* WHAT THE TASK REQUIRES:
Print the entries underneath word for word, omitting whatever pictures they contain.

[Dataset entries]
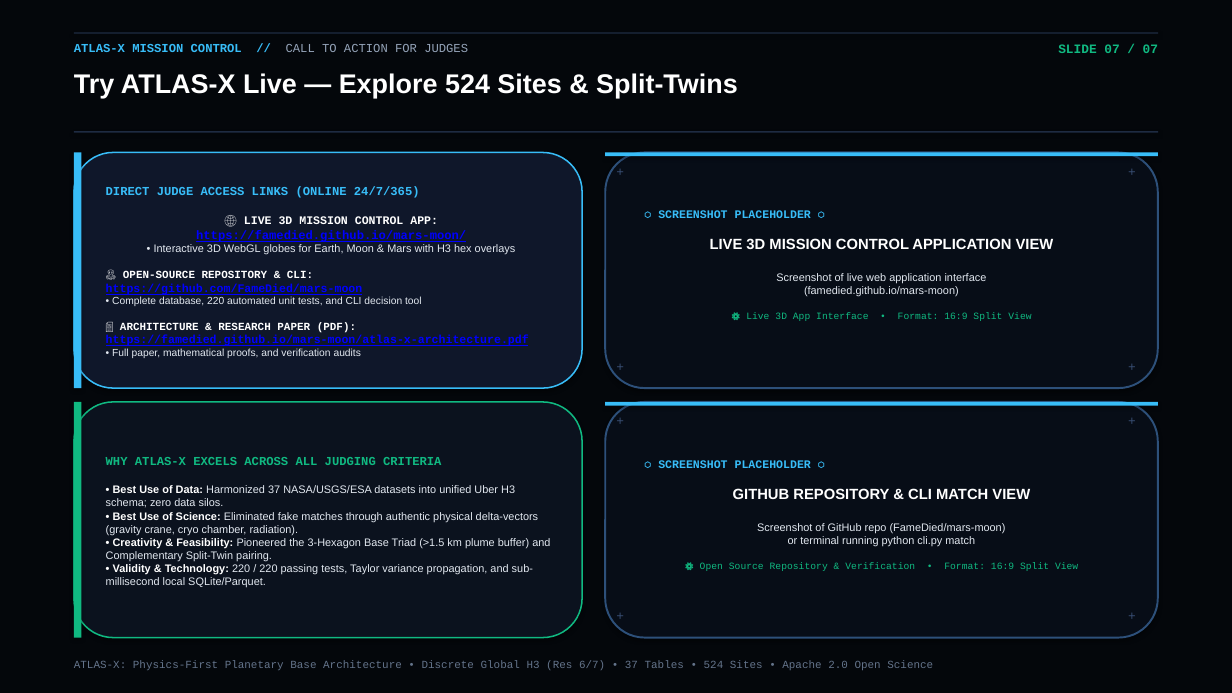
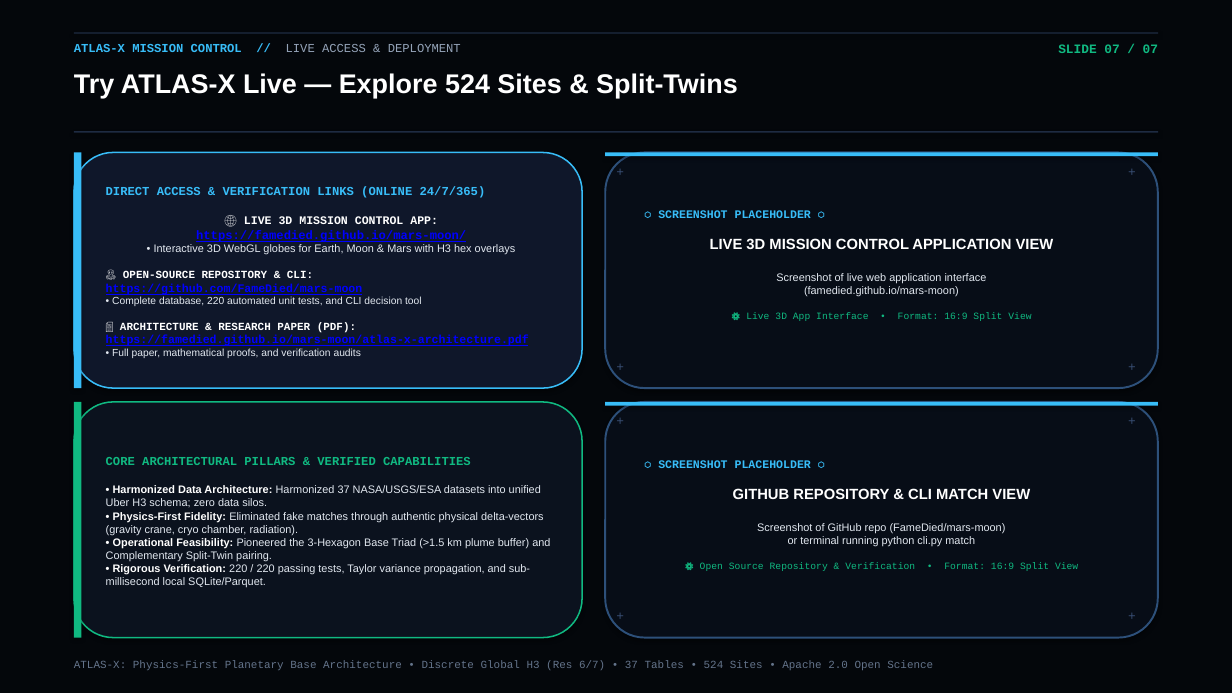
Before and after one commit to FameDied/mars-moon, a slide deck: slide 7 of ATLAS-X_Planetary_Architecture_Presentation.pptx. Drawn at 1232x693 pixels with LibreOffice and Linux fonts; fonts in the diff are those of the drawing. Boxes give left, top, right and bottom in pixels: in the first picture for what was removed or moved away, otherwise in the second. Text is boxed around its words. In the diff, an @@ line names an element or a change of style, - is before the commit and + after.

```diff
--- a/ATLAS-X_Planetary_Architecture_Presentation.pptx
+++ b/ATLAS-X_Planetary_Architecture_Presentation.pptx
@@ text at [74, 44, 461, 52]: text changed @@
-ATLAS-X MISSION CONTROL // CALL TO ACTION FOR JUDGES
+ATLAS-X MISSION CONTROL // LIVE ACCESS & DEPLOYMENT
@@ text in rounded rectangle at [106, 187, 486, 198]: text changed @@
-DIRECT JUDGE ACCESS LINKS (ONLINE 24/7/365)
+DIRECT ACCESS & VERIFICATION LINKS (ONLINE 24/7/365)
@@ text in rounded rectangle at [106, 457, 550, 588]: text changed @@
-WHY ATLAS-X EXCELS ACROSS ALL JUDGING CRITERIA
-• Best Use of Data: Harmonized 37 NASA/USGS/ESA datasets into unified Uber H3 schema; zero data silos.
-• Best Use of Science: Eliminated fake matches through authentic physical delta-vectors (gravity crane, cryo chamber, radiation).
-• Creativity & Feasibility: Pioneered the 3-Hexagon Base Triad (>1.5 km plume buffer) and Complementary Split-Twin pairing.
-• Validity & Technology: 220 / 220 passing tests, Taylor variance propagation, and sub-millisecond local SQLite/Parquet.
+CORE ARCHITECTURAL PILLARS & VERIFIED CAPABILITIES
+• Harmonized Data Architecture: Harmonized 37 NASA/USGS/ESA datasets into unified Uber H3 schema; zero data silos.
+• Physics-First Fidelity: Eliminated fake matches through authentic physical delta-vectors (gravity crane, cryo chamber, radiation).
+• Operational Feasibility: Pioneered the 3-Hexagon Base Triad (>1.5 km plume buffer) and Complementary Split-Twin pairing.
+• Rigorous Verification: 220 / 220 passing tests, Taylor variance propagation, and sub-millisecond local SQLite/Parquet.
```
Also in this commit, not shown: 6 other slides changed, 3 other files.

* SOLUTION TO THE EXERCISE:
Before and after one commit to FameDied/mars-moon, a slide deck: slide 7 of ATLAS-X_Planetary_Architecture_Presentation.pptx. Drawn at 1232x693 pixels with LibreOffice and Linux fonts; fonts in the diff are those of the drawing. Boxes give left, top, right and bottom in pixels: in the first picture for what was removed or moved away, otherwise in the second. Text is boxed around its words. In the diff, an @@ line names an element or a change of style, - is before the commit and + after.

```diff
--- a/ATLAS-X_Planetary_Architecture_Presentation.pptx
+++ b/ATLAS-X_Planetary_Architecture_Presentation.pptx
@@ text at [74, 44, 461, 52]: text changed @@
-ATLAS-X MISSION CONTROL // CALL TO ACTION FOR JUDGES
+ATLAS-X MISSION CONTROL // LIVE ACCESS & DEPLOYMENT
@@ text in rounded rectangle at [106, 187, 486, 198]: text changed @@
-DIRECT JUDGE ACCESS LINKS (ONLINE 24/7/365)
+DIRECT ACCESS & VERIFICATION LINKS (ONLINE 24/7/365)
@@ text in rounded rectangle at [106, 457, 550, 588]: text changed @@
-WHY ATLAS-X EXCELS ACROSS ALL JUDGING CRITERIA
-• Best Use of Data: Harmonized 37 NASA/USGS/ESA datasets into unified Uber H3 schema; zero data silos.
-• Best Use of Science: Eliminated fake matches through authentic physical delta-vectors (gravity crane, cryo chamber, radiation).
-• Creativity & Feasibility: Pioneered the 3-Hexagon Base Triad (>1.5 km plume buffer) and Complementary Split-Twin pairing.
-• Validity & Technology: 220 / 220 passing tests, Taylor variance propagation, and sub-millisecond local SQLite/Parquet.
+CORE ARCHITECTURAL PILLARS & VERIFIED CAPABILITIES
+• Harmonized Data Architecture: Harmonized 37 NASA/USGS/ESA datasets into unified Uber H3 schema; zero data silos.
+• Physics-First Fidelity: Eliminated fake matches through authentic physical delta-vectors (gravity crane, cryo chamber, radiation).
+• Operational Feasibility: Pioneered the 3-Hexagon Base Triad (>1.5 km plume buffer) and Complementary Split-Twin pairing.
+• Rigorous Verification: 220 / 220 passing tests, Taylor variance propagation, and sub-millisecond local SQLite/Parquet.
```
Also in this commit, not shown: 6 other slides changed, 3 other files.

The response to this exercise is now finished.